(Source data)

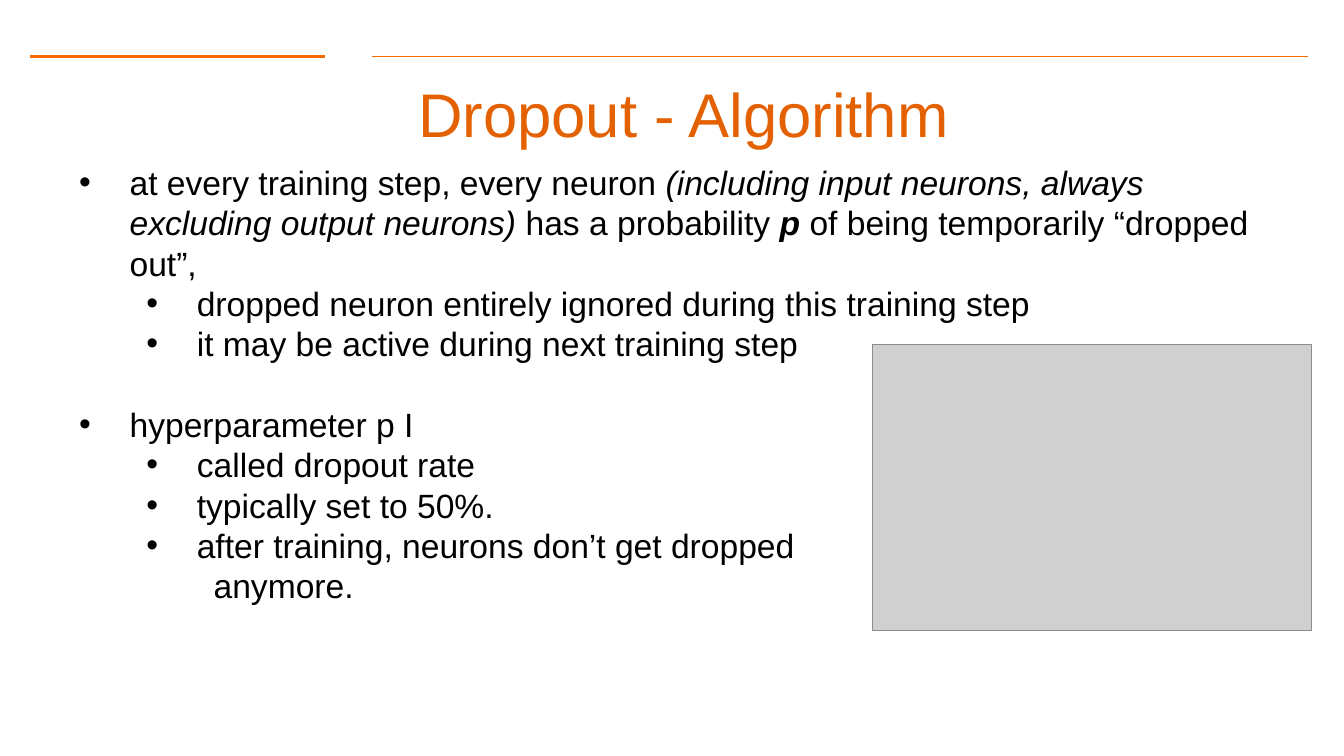
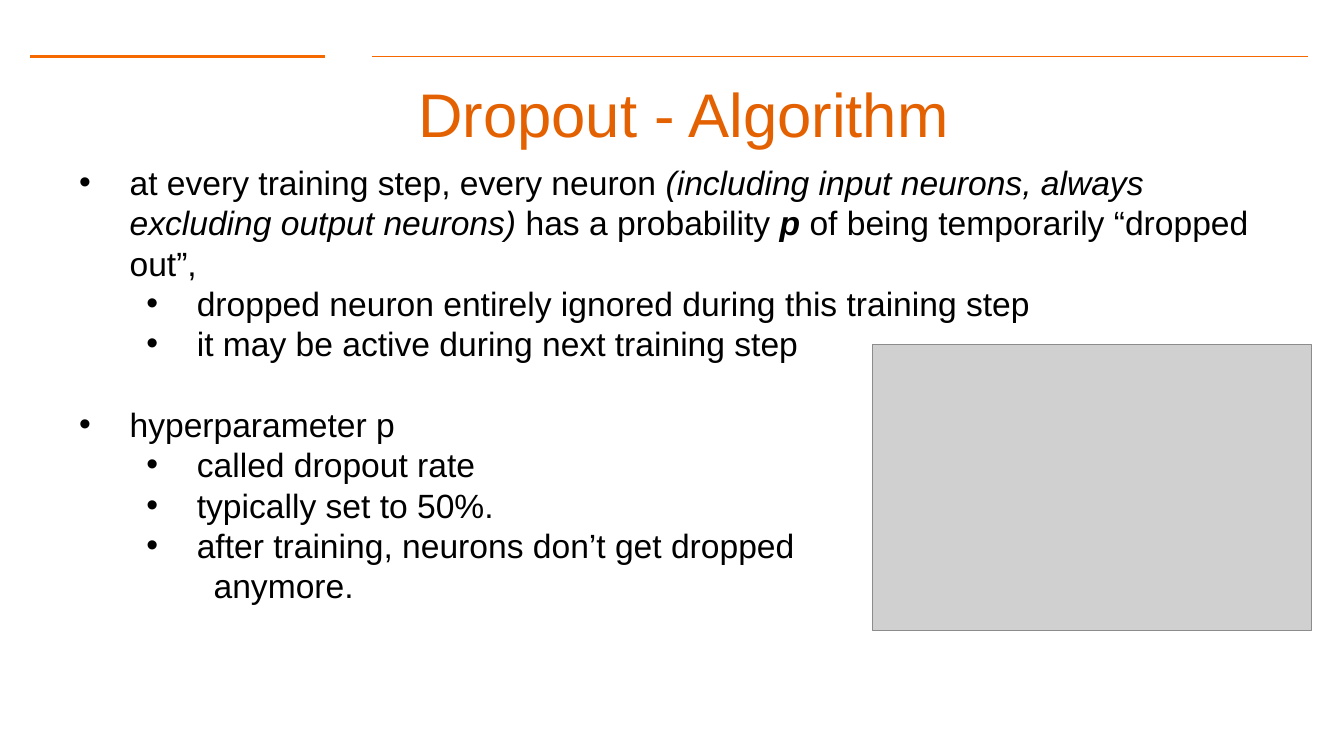
Before and after one commit to Dre1896/RIT-DSCI-633-FDS, a slide deck: slide 52 of Syllabus/Lecture21/Lec21.pptx. Drawn at 1344x756 pixels with LibreOffice and Linux fonts; fonts in the diff are those of the drawing; grey boxes stand for pictures; background and template pictures are left out. Boxes give left, top, right and bottom in pixels: in the first picture for what was removed or moved away, otherwise in the second. Text is boxed around its words. In the diff, an @@ line names an element or a change of style, - is before the commit and + after.

```diff
--- a/Syllabus/Lecture21/Lec21.pptx
+++ b/Syllabus/Lecture21/Lec21.pptx
@@ text at box(130, 412, 395, 444): text changed @@
-• hyperparameter p I
+• hyperparameter p
```
Also in this commit, not shown: 8 other slides changed, 1 slide removed.

(End Source data)

[Exercise requirements]
Could you restate all of the data above word for word and skip every picture?

[Written answer]
Before and after one commit to Dre1896/RIT-DSCI-633-FDS, a slide deck: slide 52 of Syllabus/Lecture21/Lec21.pptx. Drawn at 1344x756 pixels with LibreOffice and Linux fonts; fonts in the diff are those of the drawing; grey boxes stand for pictures; background and template pictures are left out. Boxes give left, top, right and bottom in pixels: in the first picture for what was removed or moved away, otherwise in the second. Text is boxed around its words. In the diff, an @@ line names an element or a change of style, - is before the commit and + after.

```diff
--- a/Syllabus/Lecture21/Lec21.pptx
+++ b/Syllabus/Lecture21/Lec21.pptx
@@ text at box(130, 412, 395, 444): text changed @@
-• hyperparameter p I
+• hyperparameter p
```
Also in this commit, not shown: 8 other slides changed, 1 slide removed.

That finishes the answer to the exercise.